Ai rappresentanti dei media non è stato permesso di vedere con i propri occhi come si svolge esattamente la procedura di scambio, come le donne ucraine liberate hanno attraversato il territorio controllato dal nostro paese e salgono sugli autobus.
Innanzitutto, nessuno può essere completamente sicuro che la Russia non cambierà idea, non interromperà lo scambio, non violerà il regime del silenzio e molti altri “no”. Quindi, ai giornalisti è stato offerto di aspettare semplicemente al punto condizionale “A”. Siamo stati avvertiti che sia le donne militari che quelle civili dovrebbero essere liberate dalla prigionia. Hanno anche avvertito che potevano rifiutarsi di comunicare. Quindi eravamo anche pronti per il fatto che avremmo semplicemente visto le difensori ucraine attraverso il finestrino dell’autobus, ci avrebbero salutato (o forse no) – e basta.

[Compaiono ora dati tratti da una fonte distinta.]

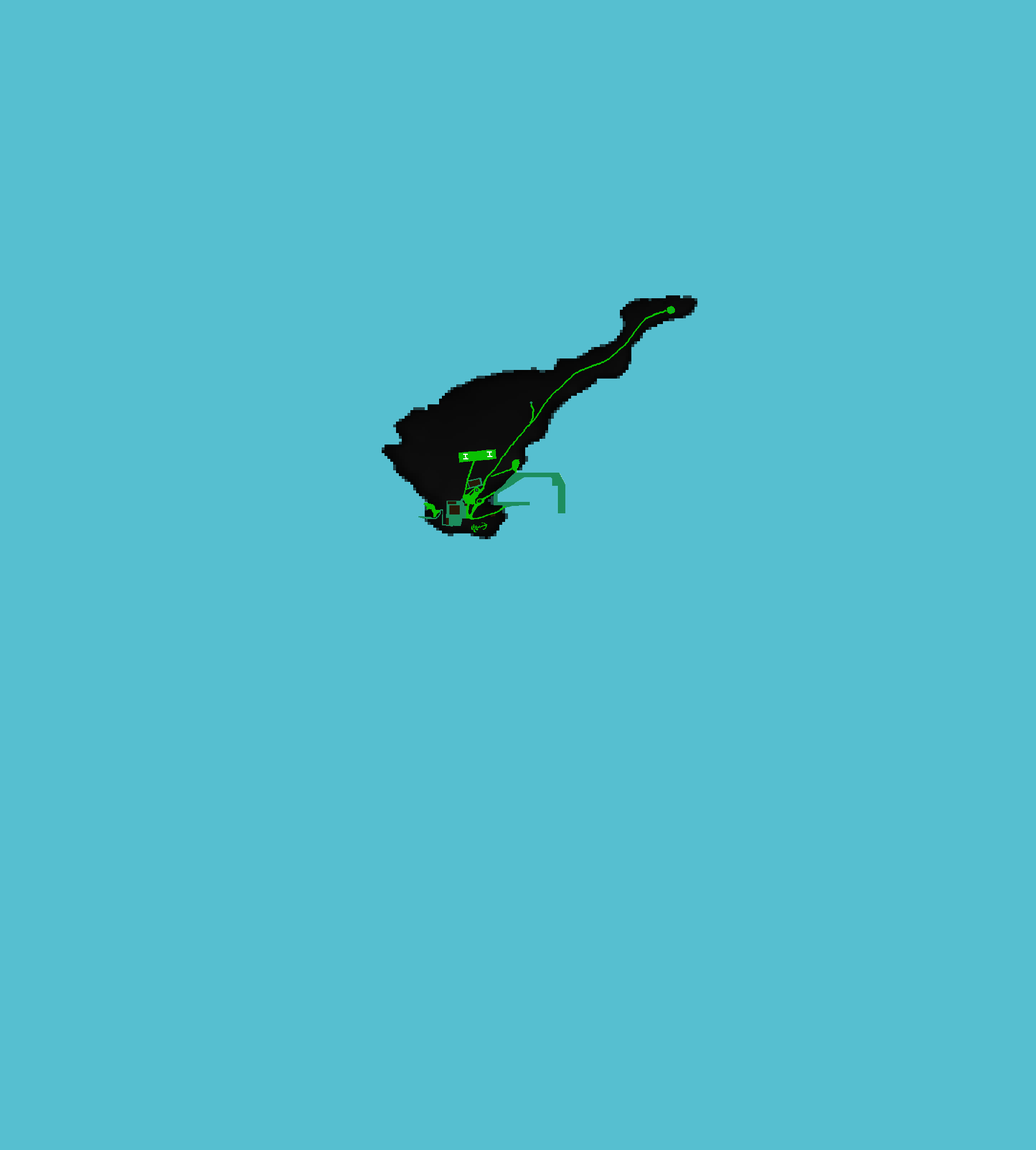
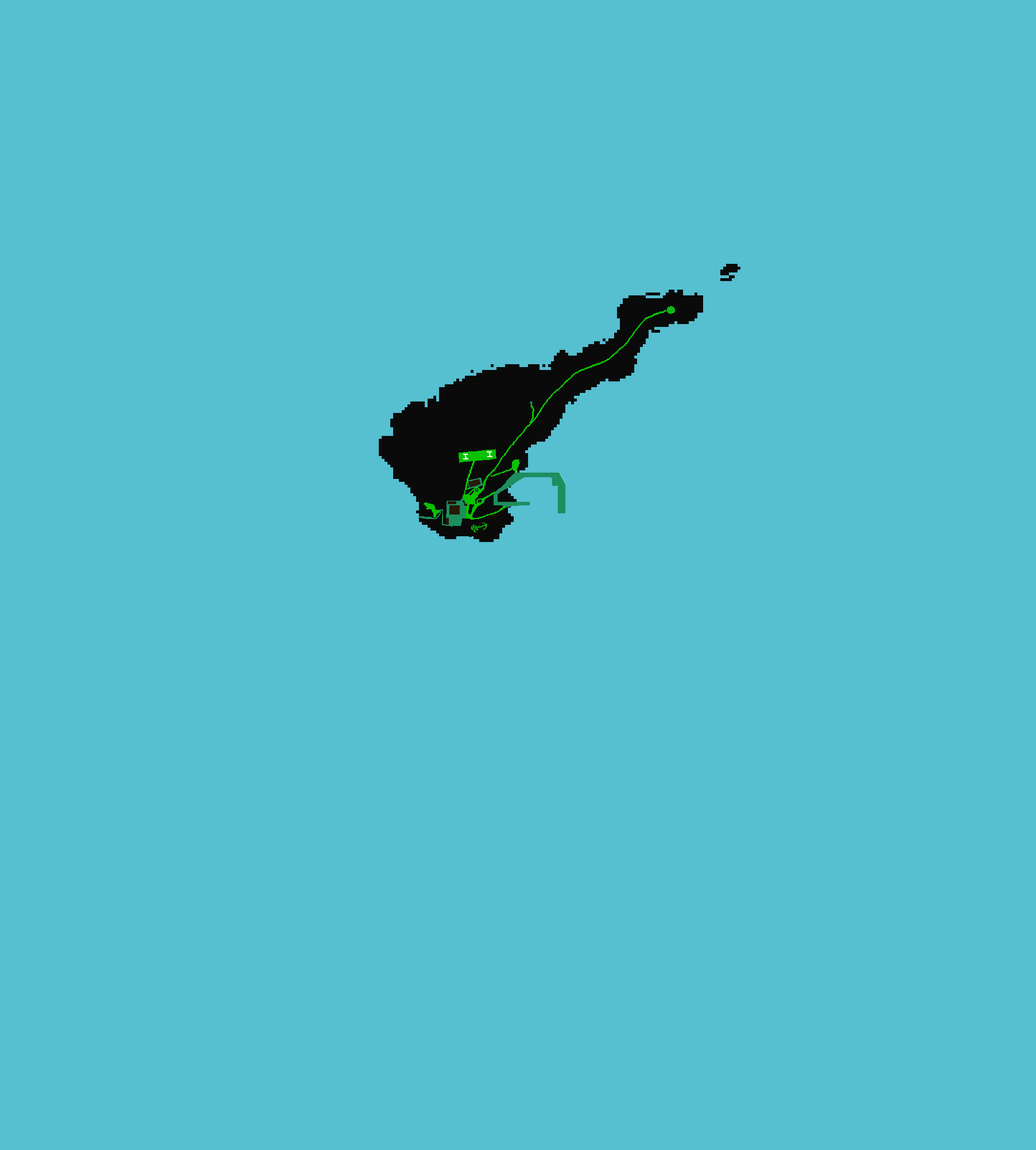
Layered file, before and after one edit (1036×1150). Changes by layer:
painted on "Fondo" over <box>378,263,741,543</box>

“Ci hanno detto che ci avrebbero sparato come cani”
La 26enne Hanna O., un militare della 36a Brigata dei Marines, è tornata a casa in uno degli autobus. La ragazza è stata in prigione per 6 mesi e 4 giorni. Ha lasciato lo stabilimento di Azovmash quando gli occupanti hanno iniziato a bombardarlo. La ragazza dice che se non si fossero arresi, sarebbero sicuramente morti. “Non ci posso credere ora… ho sognato tante volte che eri a casa…” – ammette Hanna. Parla della prigionia con le lacrime.
“Ci trattavano come animali. Ti dirò di più: anche gli animali non si comportano così. Picchiavano le ragazze, torturavano le ragazze con la corrente elettrica, le picchiavano con i martelli, questa è la cosa più facile. Mi hanno impiccato. Non parlo per niente del cibo, perché era acido, non danno da mangiare nemmeno ai cani, quelli che erano tatuati… ci volevano tagliare le mani, tagliare i tatuaggi, scottarsi con l’ebollizione acqua solo perché sei, perché sei nei marines, perché parli ucraino”, dice a proposito dell’orrore, sopravvissuto, un militare.
Alla domanda su cosa lo abbia aiutato a sopravvivere, ammette: “Il sogno di tornare a casa”.